> Task to carry out:
Set all the entries down once more, with nothing altered.

****************

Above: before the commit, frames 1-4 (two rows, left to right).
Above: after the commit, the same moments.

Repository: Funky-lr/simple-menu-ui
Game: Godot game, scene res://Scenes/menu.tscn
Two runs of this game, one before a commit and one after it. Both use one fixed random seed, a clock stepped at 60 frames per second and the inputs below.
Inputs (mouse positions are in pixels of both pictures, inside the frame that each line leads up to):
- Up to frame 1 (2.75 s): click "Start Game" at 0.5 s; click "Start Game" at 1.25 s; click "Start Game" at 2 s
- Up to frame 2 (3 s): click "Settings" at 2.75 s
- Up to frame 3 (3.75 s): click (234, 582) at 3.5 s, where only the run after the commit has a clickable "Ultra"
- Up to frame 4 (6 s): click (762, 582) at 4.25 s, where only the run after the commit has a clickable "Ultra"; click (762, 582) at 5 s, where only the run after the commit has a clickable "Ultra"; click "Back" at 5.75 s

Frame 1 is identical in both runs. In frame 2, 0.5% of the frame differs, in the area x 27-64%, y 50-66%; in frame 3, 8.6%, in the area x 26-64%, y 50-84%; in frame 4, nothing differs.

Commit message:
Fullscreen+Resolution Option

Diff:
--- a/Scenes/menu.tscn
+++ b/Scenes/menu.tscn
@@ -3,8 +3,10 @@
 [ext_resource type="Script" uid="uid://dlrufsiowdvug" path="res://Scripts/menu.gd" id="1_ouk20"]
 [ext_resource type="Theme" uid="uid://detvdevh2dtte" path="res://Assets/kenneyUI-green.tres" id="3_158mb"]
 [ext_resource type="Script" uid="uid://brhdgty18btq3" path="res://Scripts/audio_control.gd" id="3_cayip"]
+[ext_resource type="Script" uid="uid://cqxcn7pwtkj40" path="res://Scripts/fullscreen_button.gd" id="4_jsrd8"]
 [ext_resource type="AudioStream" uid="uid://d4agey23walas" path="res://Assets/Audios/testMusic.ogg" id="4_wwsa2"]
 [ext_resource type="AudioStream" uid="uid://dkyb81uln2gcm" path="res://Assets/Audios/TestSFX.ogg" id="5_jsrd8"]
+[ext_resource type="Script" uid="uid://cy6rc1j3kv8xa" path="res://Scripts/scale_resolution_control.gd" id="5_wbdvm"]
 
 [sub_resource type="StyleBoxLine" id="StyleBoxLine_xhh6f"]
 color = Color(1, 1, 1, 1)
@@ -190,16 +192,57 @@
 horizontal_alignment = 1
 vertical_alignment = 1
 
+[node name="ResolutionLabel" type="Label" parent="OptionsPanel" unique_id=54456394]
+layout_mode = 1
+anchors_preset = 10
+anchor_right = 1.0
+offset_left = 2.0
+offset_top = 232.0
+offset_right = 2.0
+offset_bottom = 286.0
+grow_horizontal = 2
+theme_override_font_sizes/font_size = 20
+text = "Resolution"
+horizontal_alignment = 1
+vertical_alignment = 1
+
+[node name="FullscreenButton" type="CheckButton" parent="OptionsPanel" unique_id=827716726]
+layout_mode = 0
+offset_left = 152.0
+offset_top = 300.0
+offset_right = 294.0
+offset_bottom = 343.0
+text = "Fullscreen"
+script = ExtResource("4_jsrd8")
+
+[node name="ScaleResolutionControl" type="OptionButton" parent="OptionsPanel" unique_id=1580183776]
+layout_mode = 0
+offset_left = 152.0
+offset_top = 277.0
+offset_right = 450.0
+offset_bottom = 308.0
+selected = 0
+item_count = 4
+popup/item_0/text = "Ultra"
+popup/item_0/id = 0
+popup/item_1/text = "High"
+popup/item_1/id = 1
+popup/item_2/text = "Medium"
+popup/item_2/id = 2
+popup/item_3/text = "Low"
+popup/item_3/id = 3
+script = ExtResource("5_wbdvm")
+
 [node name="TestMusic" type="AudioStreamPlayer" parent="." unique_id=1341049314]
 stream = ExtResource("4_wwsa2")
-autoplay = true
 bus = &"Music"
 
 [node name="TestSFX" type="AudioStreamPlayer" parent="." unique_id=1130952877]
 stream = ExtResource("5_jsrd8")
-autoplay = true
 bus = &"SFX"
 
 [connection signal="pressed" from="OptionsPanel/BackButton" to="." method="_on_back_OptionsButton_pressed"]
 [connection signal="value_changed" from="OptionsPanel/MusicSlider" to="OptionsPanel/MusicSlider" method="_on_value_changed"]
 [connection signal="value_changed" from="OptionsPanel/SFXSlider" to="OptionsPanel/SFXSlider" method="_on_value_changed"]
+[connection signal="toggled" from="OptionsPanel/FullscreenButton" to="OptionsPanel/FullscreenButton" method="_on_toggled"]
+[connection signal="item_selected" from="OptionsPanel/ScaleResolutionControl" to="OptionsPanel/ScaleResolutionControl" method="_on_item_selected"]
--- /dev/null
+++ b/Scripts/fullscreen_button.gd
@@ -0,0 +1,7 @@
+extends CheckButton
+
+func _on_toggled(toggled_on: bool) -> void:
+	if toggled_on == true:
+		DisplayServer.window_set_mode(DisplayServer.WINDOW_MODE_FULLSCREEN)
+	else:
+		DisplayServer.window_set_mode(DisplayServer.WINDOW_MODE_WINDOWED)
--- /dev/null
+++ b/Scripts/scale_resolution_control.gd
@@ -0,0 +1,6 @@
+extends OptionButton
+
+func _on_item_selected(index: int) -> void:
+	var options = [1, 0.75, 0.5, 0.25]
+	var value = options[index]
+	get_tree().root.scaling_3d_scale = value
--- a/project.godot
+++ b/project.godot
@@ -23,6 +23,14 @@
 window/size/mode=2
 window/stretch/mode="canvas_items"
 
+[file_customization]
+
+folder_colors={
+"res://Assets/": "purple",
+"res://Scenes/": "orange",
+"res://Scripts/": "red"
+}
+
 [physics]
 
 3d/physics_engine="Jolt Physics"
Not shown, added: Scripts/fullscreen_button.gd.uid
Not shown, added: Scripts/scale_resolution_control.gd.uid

****************

> Result below:
Above: before the commit, frames 1-4 (two rows, left to right).
Above: after the commit, the same moments.

Repository: Funky-lr/simple-menu-ui
Game: Godot game, scene res://Scenes/menu.tscn
Two runs of this game, one before a commit and one after it. Both use one fixed random seed, a clock stepped at 60 frames per second and the inputs below.
Inputs (mouse positions are in pixels of both pictures, inside the frame that each line leads up to):
- Up to frame 1 (2.75 s): click "Start Game" at 0.5 s; click "Start Game" at 1.25 s; click "Start Game" at 2 s
- Up to frame 2 (3 s): click "Settings" at 2.75 s
- Up to frame 3 (3.75 s): click (234, 582) at 3.5 s, where only the run after the commit has a clickable "Ultra"
- Up to frame 4 (6 s): click (762, 582) at 4.25 s, where only the run after the commit has a clickable "Ultra"; click (762, 582) at 5 s, where only the run after the commit has a clickable "Ultra"; click "Back" at 5.75 s

Frame 1 is identical in both runs. In frame 2, 0.5% of the frame differs, in the area x 27-64%, y 50-66%; in frame 3, 8.6%, in the area x 26-64%, y 50-84%; in frame 4, nothing differs.

Commit message:
Fullscreen+Resolution Option

Diff:
--- a/Scenes/menu.tscn
+++ b/Scenes/menu.tscn
@@ -3,8 +3,10 @@
 [ext_resource type="Script" uid="uid://dlrufsiowdvug" path="res://Scripts/menu.gd" id="1_ouk20"]
 [ext_resource type="Theme" uid="uid://detvdevh2dtte" path="res://Assets/kenneyUI-green.tres" id="3_158mb"]
 [ext_resource type="Script" uid="uid://brhdgty18btq3" path="res://Scripts/audio_control.gd" id="3_cayip"]
+[ext_resource type="Script" uid="uid://cqxcn7pwtkj40" path="res://Scripts/fullscreen_button.gd" id="4_jsrd8"]
 [ext_resource type="AudioStream" uid="uid://d4agey23walas" path="res://Assets/Audios/testMusic.ogg" id="4_wwsa2"]
 [ext_resource type="AudioStream" uid="uid://dkyb81uln2gcm" path="res://Assets/Audios/TestSFX.ogg" id="5_jsrd8"]
+[ext_resource type="Script" uid="uid://cy6rc1j3kv8xa" path="res://Scripts/scale_resolution_control.gd" id="5_wbdvm"]
 
 [sub_resource type="StyleBoxLine" id="StyleBoxLine_xhh6f"]
 color = Color(1, 1, 1, 1)
@@ -190,16 +192,57 @@
 horizontal_alignment = 1
 vertical_alignment = 1
 
+[node name="ResolutionLabel" type="Label" parent="OptionsPanel" unique_id=54456394]
+layout_mode = 1
+anchors_preset = 10
+anchor_right = 1.0
+offset_left = 2.0
+offset_top = 232.0
+offset_right = 2.0
+offset_bottom = 286.0
+grow_horizontal = 2
+theme_override_font_sizes/font_size = 20
+text = "Resolution"
+horizontal_alignment = 1
+vertical_alignment = 1
+
+[node name="FullscreenButton" type="CheckButton" parent="OptionsPanel" unique_id=827716726]
+layout_mode = 0
+offset_left = 152.0
+offset_top = 300.0
+offset_right = 294.0
+offset_bottom = 343.0
+text = "Fullscreen"
+script = ExtResource("4_jsrd8")
+
+[node name="ScaleResolutionControl" type="OptionButton" parent="OptionsPanel" unique_id=1580183776]
+layout_mode = 0
+offset_left = 152.0
+offset_top = 277.0
+offset_right = 450.0
+offset_bottom = 308.0
+selected = 0
+item_count = 4
+popup/item_0/text = "Ultra"
+popup/item_0/id = 0
+popup/item_1/text = "High"
+popup/item_1/id = 1
+popup/item_2/text = "Medium"
+popup/item_2/id = 2
+popup/item_3/text = "Low"
+popup/item_3/id = 3
+script = ExtResource("5_wbdvm")
+
 [node name="TestMusic" type="AudioStreamPlayer" parent="." unique_id=1341049314]
 stream = ExtResource("4_wwsa2")
-autoplay = true
 bus = &"Music"
 
 [node name="TestSFX" type="AudioStreamPlayer" parent="." unique_id=1130952877]
 stream = ExtResource("5_jsrd8")
-autoplay = true
 bus = &"SFX"
 
 [connection signal="pressed" from="OptionsPanel/BackButton" to="." method="_on_back_OptionsButton_pressed"]
 [connection signal="value_changed" from="OptionsPanel/MusicSlider" to="OptionsPanel/MusicSlider" method="_on_value_changed"]
 [connection signal="value_changed" from="OptionsPanel/SFXSlider" to="OptionsPanel/SFXSlider" method="_on_value_changed"]
+[connection signal="toggled" from="OptionsPanel/FullscreenButton" to="OptionsPanel/FullscreenButton" method="_on_toggled"]
+[connection signal="item_selected" from="OptionsPanel/ScaleResolutionControl" to="OptionsPanel/ScaleResolutionControl" method="_on_item_selected"]
--- /dev/null
+++ b/Scripts/fullscreen_button.gd
@@ -0,0 +1,7 @@
+extends CheckButton
+
+func _on_toggled(toggled_on: bool) -> void:
+	if toggled_on == true:
+		DisplayServer.window_set_mode(DisplayServer.WINDOW_MODE_FULLSCREEN)
+	else:
+		DisplayServer.window_set_mode(DisplayServer.WINDOW_MODE_WINDOWED)
--- /dev/null
+++ b/Scripts/scale_resolution_control.gd
@@ -0,0 +1,6 @@
+extends OptionButton
+
+func _on_item_selected(index: int) -> void:
+	var options = [1, 0.75, 0.5, 0.25]
+	var value = options[index]
+	get_tree().root.scaling_3d_scale = value
--- a/project.godot
+++ b/project.godot
@@ -23,6 +23,14 @@
 window/size/mode=2
 window/stretch/mode="canvas_items"
 
+[file_customization]
+
+folder_colors={
+"res://Assets/": "purple",
+"res://Scenes/": "orange",
+"res://Scripts/": "red"
+}
+
 [physics]
 
 3d/physics_engine="Jolt Physics"
Not shown, added: Scripts/fullscreen_button.gd.uid
Not shown, added: Scripts/scale_resolution_control.gd.uid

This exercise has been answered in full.